■ **Work instruction**
Print back each record unchanged, without pictures.

Items listed in a dataset:

+--

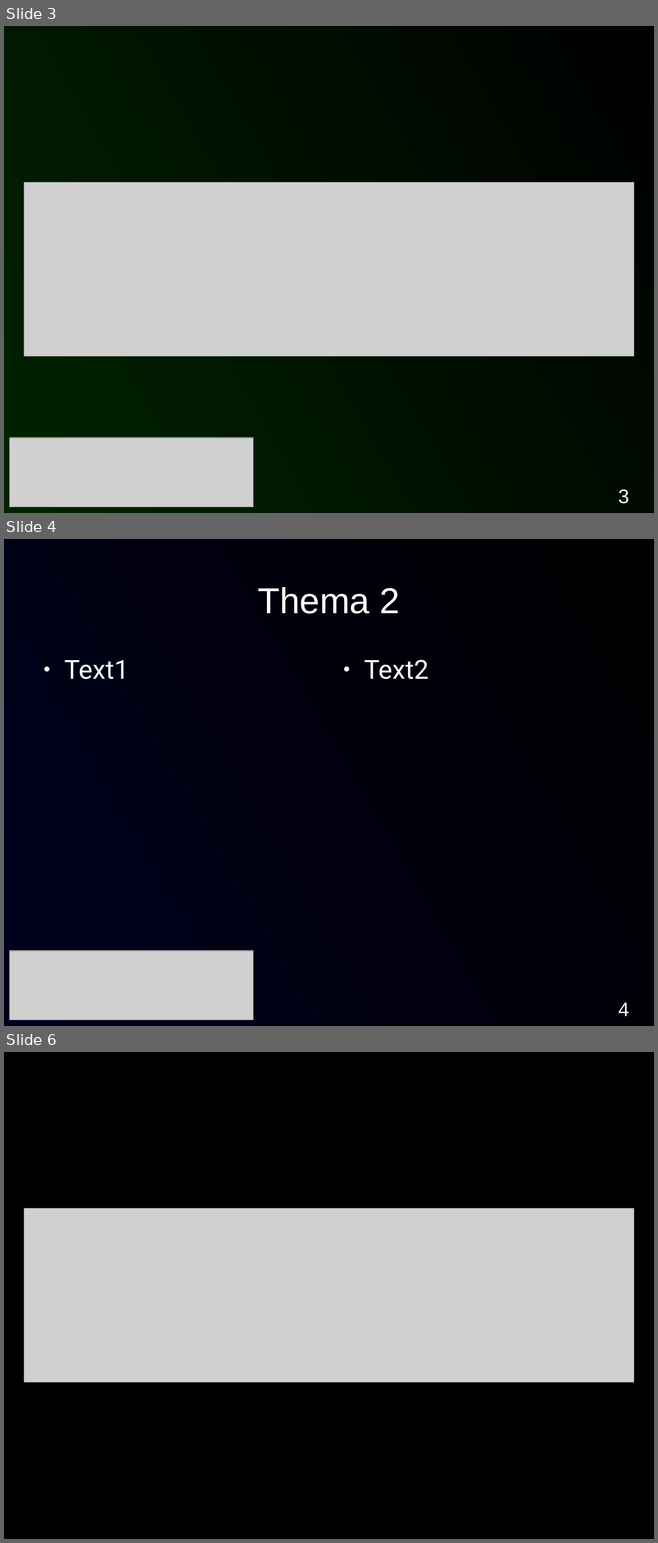
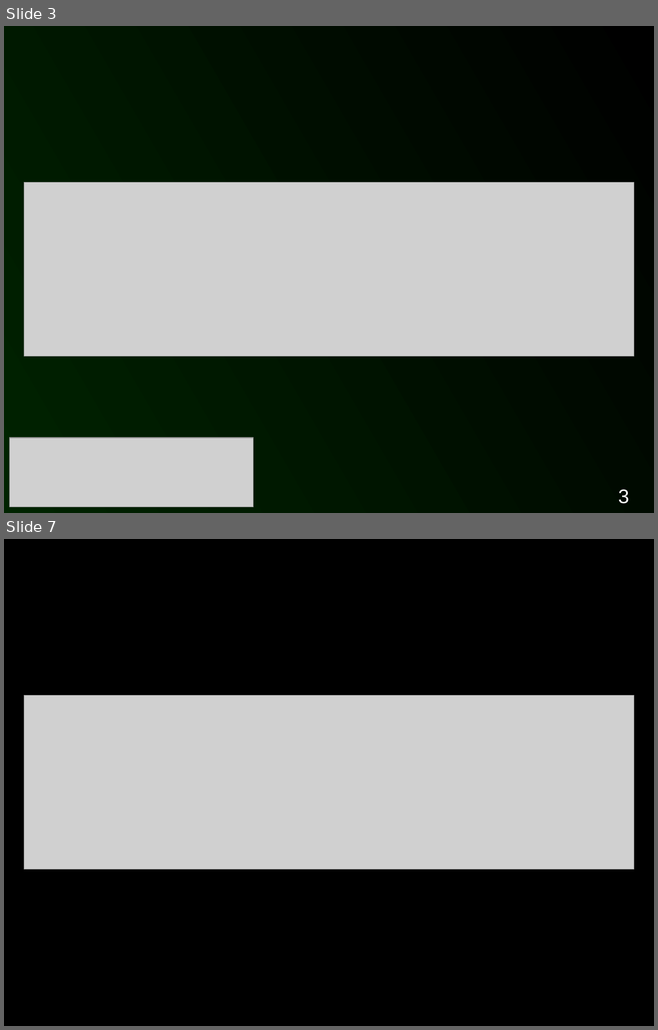
Before and after one commit to Istador/Death-Star-PD, a slide deck: Dokumentation/Abschlusspraesentation/Abschlusspraesentation.odp. Shown one above the other, each under a label of ours: slides 3, 4 and 6 before the commit, slides 3 and 7 after it; the slides between them are not shown. The pictures are 658x1543 and 658x1030 pixels, drawn with LibreOffice and Linux fonts; fonts in the diff are those of the drawing; grey boxes stand for pictures. Boxes give left, top, right and bottom in pixels: in the first picture for what was removed or moved away, otherwise in the second. Text is boxed around its words. In the diff, an @@ line names an element or a change of style, - is before the commit and + after.

```diff
--- a/Dokumentation/Abschlusspraesentation/Abschlusspraesentation.odp
+++ b/Dokumentation/Abschlusspraesentation/Abschlusspraesentation.odp
@@ slide 4 removed at box(4, 539, 654, 1026), background gradient #000000 to #00001E @@
@@ title removed at box(257, 587, 400, 614) @@
-Thema 2
@@ text removed at box(64, 660, 129, 679) @@
-● Text1
@@ text removed at box(364, 660, 428, 679) @@
-● Text2
@@ picture removed at box(10, 951, 253, 1020) @@
@@ page number removed at box(618, 1002, 629, 1016) @@
-4
@@ what was slide 6 is now slide 7 @@
```
Also in this commit, not shown: 1 slide changed, 3 slides added, 1 other slide removed, 1 other file.

+--

■ **Solution below**
Before and after one commit to Istador/Death-Star-PD, a slide deck: Dokumentation/Abschlusspraesentation/Abschlusspraesentation.odp. Shown one above the other, each under a label of ours: slides 3, 4 and 6 before the commit, slides 3 and 7 after it; the slides between them are not shown. The pictures are 658x1543 and 658x1030 pixels, drawn with LibreOffice and Linux fonts; fonts in the diff are those of the drawing; grey boxes stand for pictures. Boxes give left, top, right and bottom in pixels: in the first picture for what was removed or moved away, otherwise in the second. Text is boxed around its words. In the diff, an @@ line names an element or a change of style, - is before the commit and + after.

```diff
--- a/Dokumentation/Abschlusspraesentation/Abschlusspraesentation.odp
+++ b/Dokumentation/Abschlusspraesentation/Abschlusspraesentation.odp
@@ slide 4 removed at box(4, 539, 654, 1026), background gradient #000000 to #00001E @@
@@ title removed at box(257, 587, 400, 614) @@
-Thema 2
@@ text removed at box(64, 660, 129, 679) @@
-● Text1
@@ text removed at box(364, 660, 428, 679) @@
-● Text2
@@ picture removed at box(10, 951, 253, 1020) @@
@@ page number removed at box(618, 1002, 629, 1016) @@
-4
@@ what was slide 6 is now slide 7 @@
```
Also in this commit, not shown: 1 slide changed, 3 slides added, 1 other slide removed, 1 other file.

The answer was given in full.